Afterward, while lying in bed, Rick can finally ask about RJ. He also asks Michonne about the mark on her back (see season nine, episode 14 of The Walking Dead, “Scars,” for that story). And when he goes back on his ‘I can fix the CRM’ bullshit, Michonne now sees that he’s lying to himself as well. Look at how much having sex accomplished! Take that, discourse.
The building is crumbling, and Michonne has to get Rick to verbalize what the CRM did to him. It’s now or never. His sacrifice might be to save her, but it’s hurting her too. What did they take from Rick? Michonne asks, and, finally, Rick has an answer: Carl, his older son who died years ago. After being in captivity, Rick lost the ability to remember what Carl looked like, even in dreams. Then he would dream about Michonne, as we saw in the series premiere, until she faded as well. Losing the memory of them is the worst trauma Rick Grimes has ever experienced, it would seem. He tells her another thing we saw in the premiere: how he let himself die inside. He’s not sure he can do that again. All of the misplaced hope in the CRM and attempts to push Michonne away have been efforts to “get ahead,” in Rick’s words, of the potential pain he’d feel if he lost Michonne for real. “I won’t survive that,” he says. “I just won’t.”
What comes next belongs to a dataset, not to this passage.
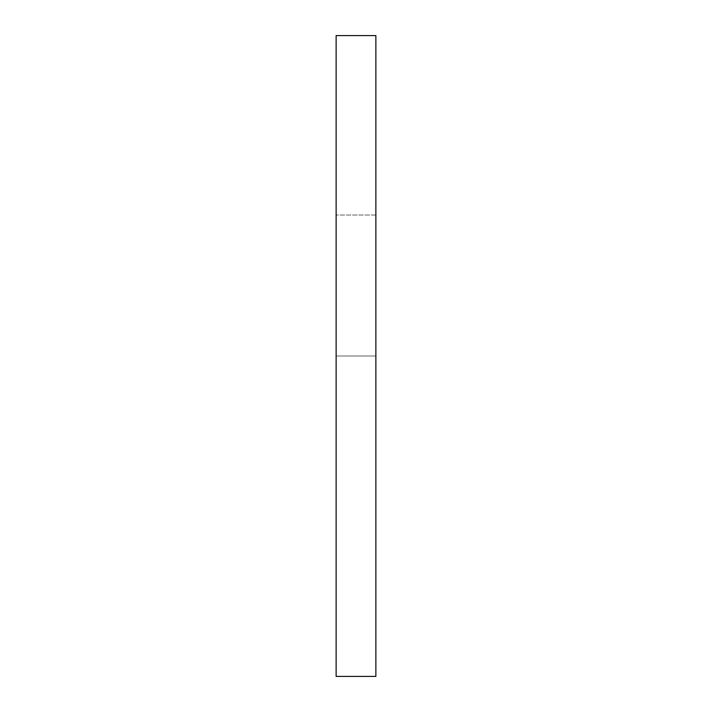 <?xml version="1.0" encoding="UTF-8"?>
<svg xmlns="http://www.w3.org/2000/svg" width="712" height="712" viewBox="0 0 712 712"><rect width="100%" height="100%" fill="white"/><g stroke="black" fill="none" stroke-linecap="round" stroke-linejoin="round"><path stroke-width="0.53" stroke-dasharray="3.56 2.67" d="M336.135 356L336.135 676.4L375.865 676.4L336.135 676.4L336.135 215.024L336.135 676.4L375.865 676.4L336.135 676.4L336.135 35.6L375.865 35.6L375.865 676.4L336.135 676.4L336.135 215.024L336.135 676.4L375.865 676.4L336.135 676.4L336.135 215.024L336.135 676.4L375.865 676.4L336.135 676.4L336.135 215.024L336.135 356L375.865 356L375.865 676.4L375.865 215.024L375.865 676.4L375.865 215.024L375.865 676.4L375.865 215.024L375.865 676.4L375.865 215.024L375.865 356L336.135 356M375.865 215.024L336.135 215.024L375.865 215.024"/><path stroke-width="1.07" d="M375.865 35.6L336.135 35.6L336.135 676.4L375.865 676.4L375.865 35.6"/></g></svg>

Michonne then presents him with a gift. (All five love languages are represented in this episode, if you even care.) Unbeknownst to Rick and us, she had Benjiro draw an iPhone portrait of Carl. Michonne still remembers him and knows Carl wouldn’t want his dad to shut himself off like this. This and one final pep talk from Michonne are enough. They’re going home, she says, and he agrees.
Cut to a few minutes later, and Rick has exchanged his CRM uniform for a sensible sweatshirt. He’s clutching the copy of Beverly Cleary’s Ramona the Pest that Michonne wants him to bring Judith like the Girl Dad he is. And as the pair exit the crumbling building, they’re in sync like the team The Walking Dead fans know they can be. They are also still horny, bless their hearts. Michonne grabs Rick by the collar in an elevator after some particularly badass zombie fighting. Once they’re safe outside, they find a hybrid car with enough ethanol to get them across the continental United States. Thank you, failed sustainable community! “‘We can make the whole damn world ours if we want to,’” Rick says, quoting Dream Michonne back at her and glowing. Michonne did it. She loved him back to life.
Are you feeling good with two episodes of The Ones Who Live to go? I’m a little worried that Rick and Michonne reconciled too soon. It can sometimes be a harbinger of a tragic ending to come. But maybe that’s the walls I’ve built around my own heart talking. Let’s take this win and hope for the best. If you need me, I’ll be sending this episode in an email attachment to every single Hollywood executive who has gotten it into their head that sex and romance weaken Strong Female Characters and have no place in genre storytelling. Enough now.